Маргарита ЛаскинаВопросы, «системой» не разрешенные
Кроме вопросов, поднятых «системой», в нашем деле выплывают и такие, какие там как будто и не затронуты. Однако, если хорошенько вчитаться, то хоть не прямо, а косвенно о большинстве этих вопросов сказано. Например, нет вопроса — что такое жизнь на сцене. А, не решив его, странно говорить о переживании, а тем более настаивать на нем. Существует утверждение, превратившееся даже в аксиому, что «в жизни все у нас делается само собой, в искусстве же мы так жить не можем,
Но почему же в таком случае мы говорим: «переживания», «правда», «жизнь» на сцене… И рядом с этим К.С. всю жизнь свою отдал, чтобы решить вопрос: как достичь искусства переживания? Как достичь правды? И кроме того, на репетициях сам он всегда показывал не только необходимость, по и возможность этой жизни.
Что касается того, что жить на сцене, как мы живем в быту, нельзя — это, действительно, верно, нельзя. Жить там надо но-другому: жить надо ТВОРЧЕСКИ. В этом и состоит наше искусство. Что значит жить творчески? Это значит — жить в роли воображаемого лица и среди воображаемой обстановки, фактов, людей. Как же можно жить, будучи воображаемым и среди такого же воображаемого? После того, как физиолог Павлов объяснил, что слова и мысли — это ВТОРАЯ СИГНАЛЬНАЯ СИСТЕМА, после этого ВООБРАЖАЕМОЕ актера становится понятным, как вполне реальная сила.
Органы чувств — наша первая сигнальная система. Например, если мы вместо того, чтобы ударить но гвоздю, который мы забиваем, неловко ударим по пальцу, — мы рефлекторно реагируем на боль. Боль пальца — сигнал действительно случившегося факта. Вторая сигнальная система — наши слова и мысли. Пусть никакого удара на самом деле и не было, но одно представление о том, что молоток сорвался и неожиданно сильно стукнул по пальцу, уже явится СИГНАЛОМ, и мы рефлекторно начнем ощущать и боль, и удар, как будто это действительно случилось.
В жизни эта реакция на воображаемый удар, как не соответствующий действительности, сейчас же затормаживается. Но РЕАКЦИЯ ФАКТИЧЕСКИ УЖЕ БЫЛА — В ЭТОМ ВСЕ ДЕЛО.
Вся творческая актерская работа и заключается в том, чтобы давать ход этой рефлекторной реакции на слова, на мысль, на воображаемое, словом, на вторую сигнальную систему. Давать ход, не тормозить, как это мы делаем в быту.
Недаром П. С. Мочалов говорит в своей статье для артиста: «Глубина души и пламенное воображение суть две способности, составляющие главную часть таланта». Глубины души можно требовать от исполнителей великих характеров и больших страстей, что же касается воображения — им должен обладать всякий, посвятивший свою жизнь сцене. Да оно и есть всегда, только надо не мешать ему и уметь дать ход.

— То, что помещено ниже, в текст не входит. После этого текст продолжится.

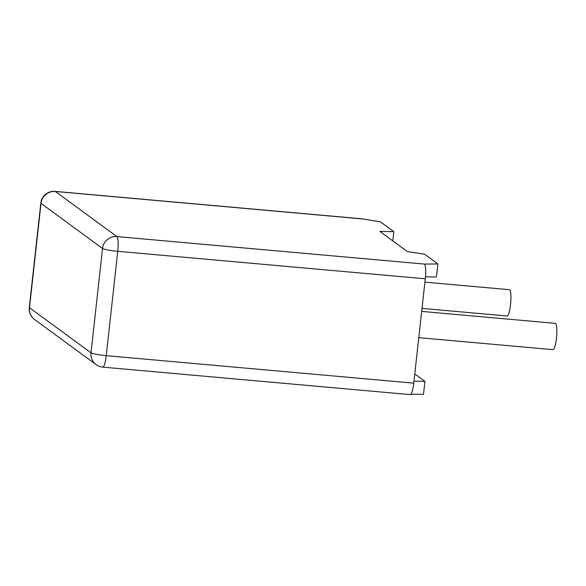 <?xml version="1.0" encoding="UTF-8"?>
<svg xmlns="http://www.w3.org/2000/svg" width="586" height="586" viewBox="0 0 586 586"><rect width="100%" height="100%" fill="white"/><g stroke="black" fill="none" stroke-linecap="round" stroke-linejoin="round"><path stroke-width="0.88" d="M414.778 373.912L424.923 381.347L413.98 381.178M410.984 394.195L423.48 394.393L424.923 381.347M425.473 276.826L436.445 276.995L437.881 263.956L424.425 264.074A13.2 2.454 95.1 0 1 425.282 278.797L413.76 383.149A13.2 2.454 95.1 0 1 410.288 394.612L102.762 367.129A13.2 2.454 -84.9 0 0 106.234 355.665L117.749 251.313A13.2 2.454 -84.9 0 0 116.9 236.59L55.384 191.49A13.2 2.454 -84.9 0 0 55.121 191.388L362.646 218.871A13.2 2.454 95.1 0 1 362.91 218.974L380.468 221.867L393.814 231.646L392.796 240.883M393.814 231.646L379.896 231.426L407.438 251.621L424.535 254.17L437.881 263.956M418.785 337.661L552.964 349.652A13.2 2.454 -84.9 0 0 556.583 336.723A13.2 2.454 -84.9 0 0 555.316 323.355L421.678 311.408M422.015 308.397L507.058 316A13.2 2.454 -84.9 0 0 510.677 303.065A13.2 2.454 -84.9 0 0 509.41 289.696L424.916 282.144M362.91 218.974L55.384 191.49A13.2 12.892 126.2 0 0 41.02 203.379L29.498 307.731L91.013 352.823L102.535 248.479L41.02 203.379A13.2 1.443 6.3 0 1 40.822 203.086L29.3 307.438A13.2 13.2 0 0 0 34.618 319.531A13.2 12.892 -53.8 0 1 29.498 307.731A13.2 1.443 -173.7 0 1 29.3 307.438M424.425 264.074L116.9 236.59A13.2 12.892 126.2 0 0 102.535 248.479A13.2 1.443 6.3 0 0 117.749 251.313L425.282 278.797M413.76 383.149L106.234 355.665A13.2 1.443 -173.7 0 1 91.013 352.823A13.2 12.892 -53.8 0 0 96.133 364.631A13.2 13.2 0 0 0 102.762 367.129M34.618 319.531L96.133 364.631M55.121 191.388A13.2 13.2 0 0 0 40.822 203.086"/></g></svg>

Тема о жизни на сцене настолько серьезна и велика, что нуждается не в таком беглом обсуждении. Здесь же приходится ограничиться только отдельными замечаниями.
Второй вопрос: о творческой свободе. Когда смотришь на сцене крупного актера или в удачных местах исполнения актера и среднего, то первое, что бросается в глаза, — полная органическая свобода.
И сам Станиславский, когда у актера не выходило, чего добивались от него, — не выдерживал и сам показывал как надо, т. е. проигрывал сцену. Что было при этом? Тут были и «действие», и «задача», и «внимание»… Но главное, что поражало и прельщало — всегда была огромная, удивительная, беспредельная творческая свобода. Казалось, не он делает или играет, а как-то у него все само собой делается, и что иначе нельзя, настолько это убедительно, верно, органично.
И когда актер «заражался» этой органичностью, этой творческой свободой Станиславского, то его повторение под свежим впечатлением сразу сдвигало дело. Если же актер по-прежнему пытался «обмозговать» да разобраться в том, что и как надо, — дело стояло.
Как относился сам К.С. к этой творческой свободе? Теоретически она у него почти не затронута, но практически те, кто достаточно внимательно приглядывался к нему и его репетиционной работе, могли видеть, что она у него играла огромную роль.